En algún momento, anterior a Toy Story, fui esclavo de una teoría personal en la que los juguetes tenían vida propia. Éstos sólo interactuaban y se movían con total libertad, sin la necesidad de pilasdoble A, sólo ante la ausencia de espectadores, al igual que los levitantes del mundo entero. Bajo total conocimiento de estas reglas presentes en el mundo subalterno de mis juguetes, yo los guardaba bajo el siguiente criterio: juntaba en grupos a los que, asumía yo, se llevaban bien entre sí. Estos grupos no eran necesariamente filtrados por categorías tipológicas, a excepción de los osos de peluche, que, por alguna razón, eran discriminados por los juguetes de plástico.

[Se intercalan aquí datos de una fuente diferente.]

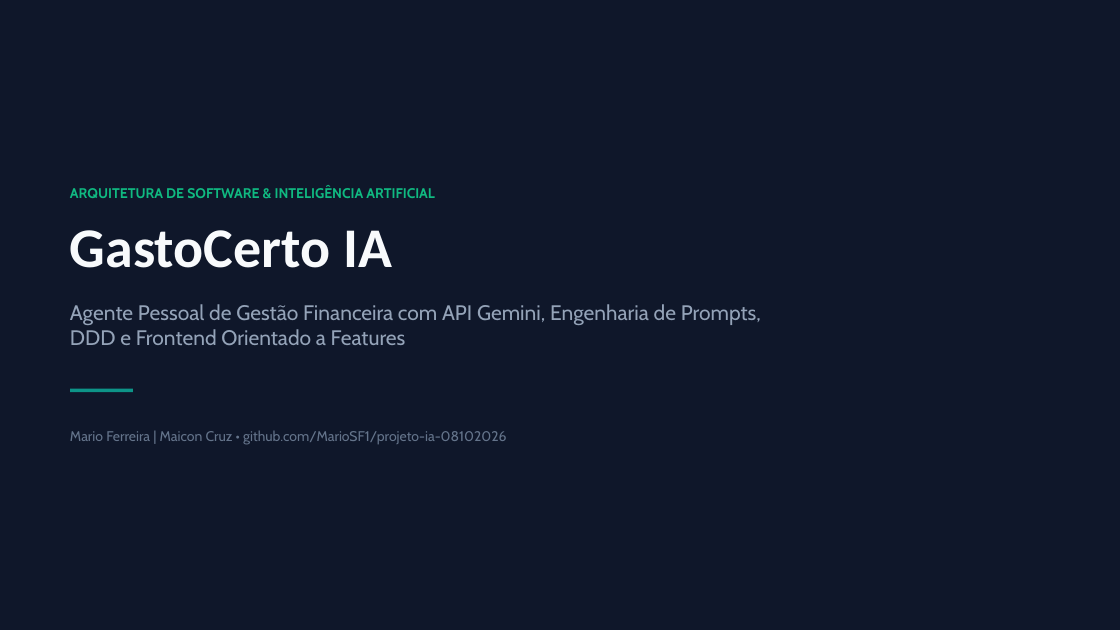
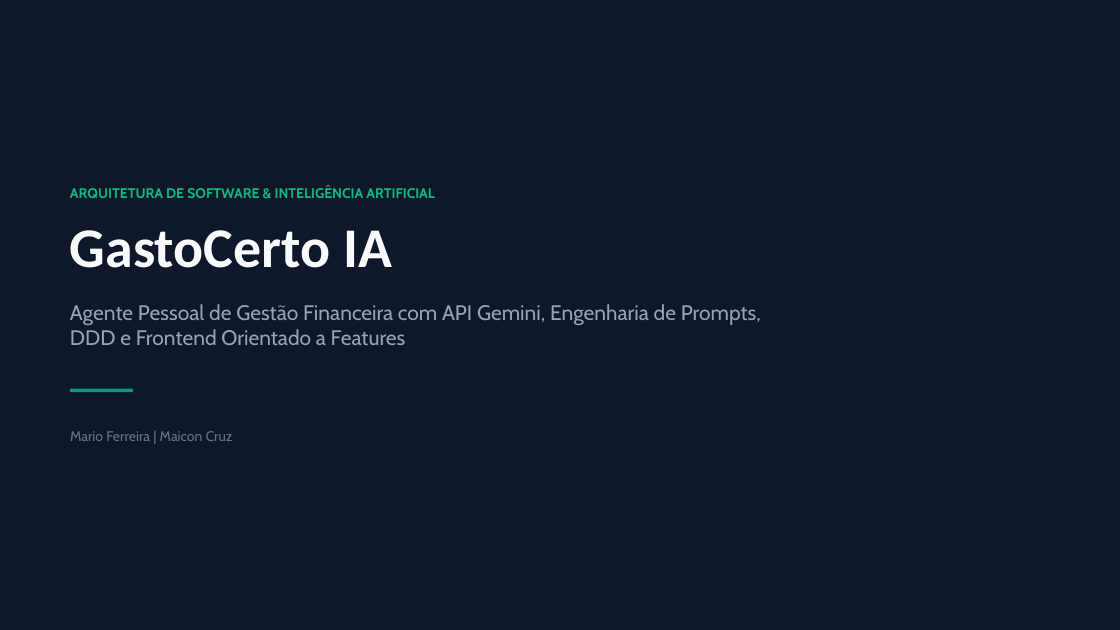
Before and after one commit to MarioSF1/projeto-ia-08102026, a slide deck: slide 1 of apresentação/GastoCerto IA - Arquitetura e Engenharia de Prompts.pptx. Drawn at 1120x630 pixels with LibreOffice and Linux fonts; fonts in the diff are those of the drawing. Boxes give left, top, right and bottom in pixels: in the first picture for what was removed or moved away, otherwise in the second. Text is boxed around its words. In the diff, an @@ line names an element or a change of style, - is before the commit and + after.

```diff
--- a/apresentação/GastoCerto IA - Arquitetura e Engenharia de Prompts.pptx
+++ b/apresentação/GastoCerto IA - Arquitetura e Engenharia de Prompts.pptx
@@ text at box(70, 431, 233, 441): text changed @@
-Mario Ferreira | Maicon Cruz • github.com/MarioSF1/projeto-ia-08102026
+Mario Ferreira | Maicon Cruz
```
Also in this commit, not shown: 1 other slide changed, 2 slides added, 1 other file.

Los osos sólo hablaban entre sí por haber compartido tanto tiempo el territorio de la cama, estos tenían un background en común. Algunas veces se me ocurría que tal robot seguramente era amigo de aquel muñeco, así que guardaba a ambos cerca uno de otro, para ahorrarles un incómodo traslado bajo las penumbras de mi cuarto, claro, una vez que mis ojos se hayan cerrado. Intentaba facilitarle la vida a todos, y, esperaba, que de alguna forma ellos supieran que yo sabía que ellos cobraban vida, obviamente mi teoría incluía una total consciencia por parte de ellos durante su período inmóvil. Y si yo no me despertaba durante la noche, sólo era por una cuestión de respeto hacia sus costumbres nocturnas. Eso sí, algunas veces sometía a los articulados habitantes a experimentaciones en las que podían resultar derretidos, perder algún engranaje indispensable o simplemente ser babeados por un caracol de los que había en la tapia del vecino.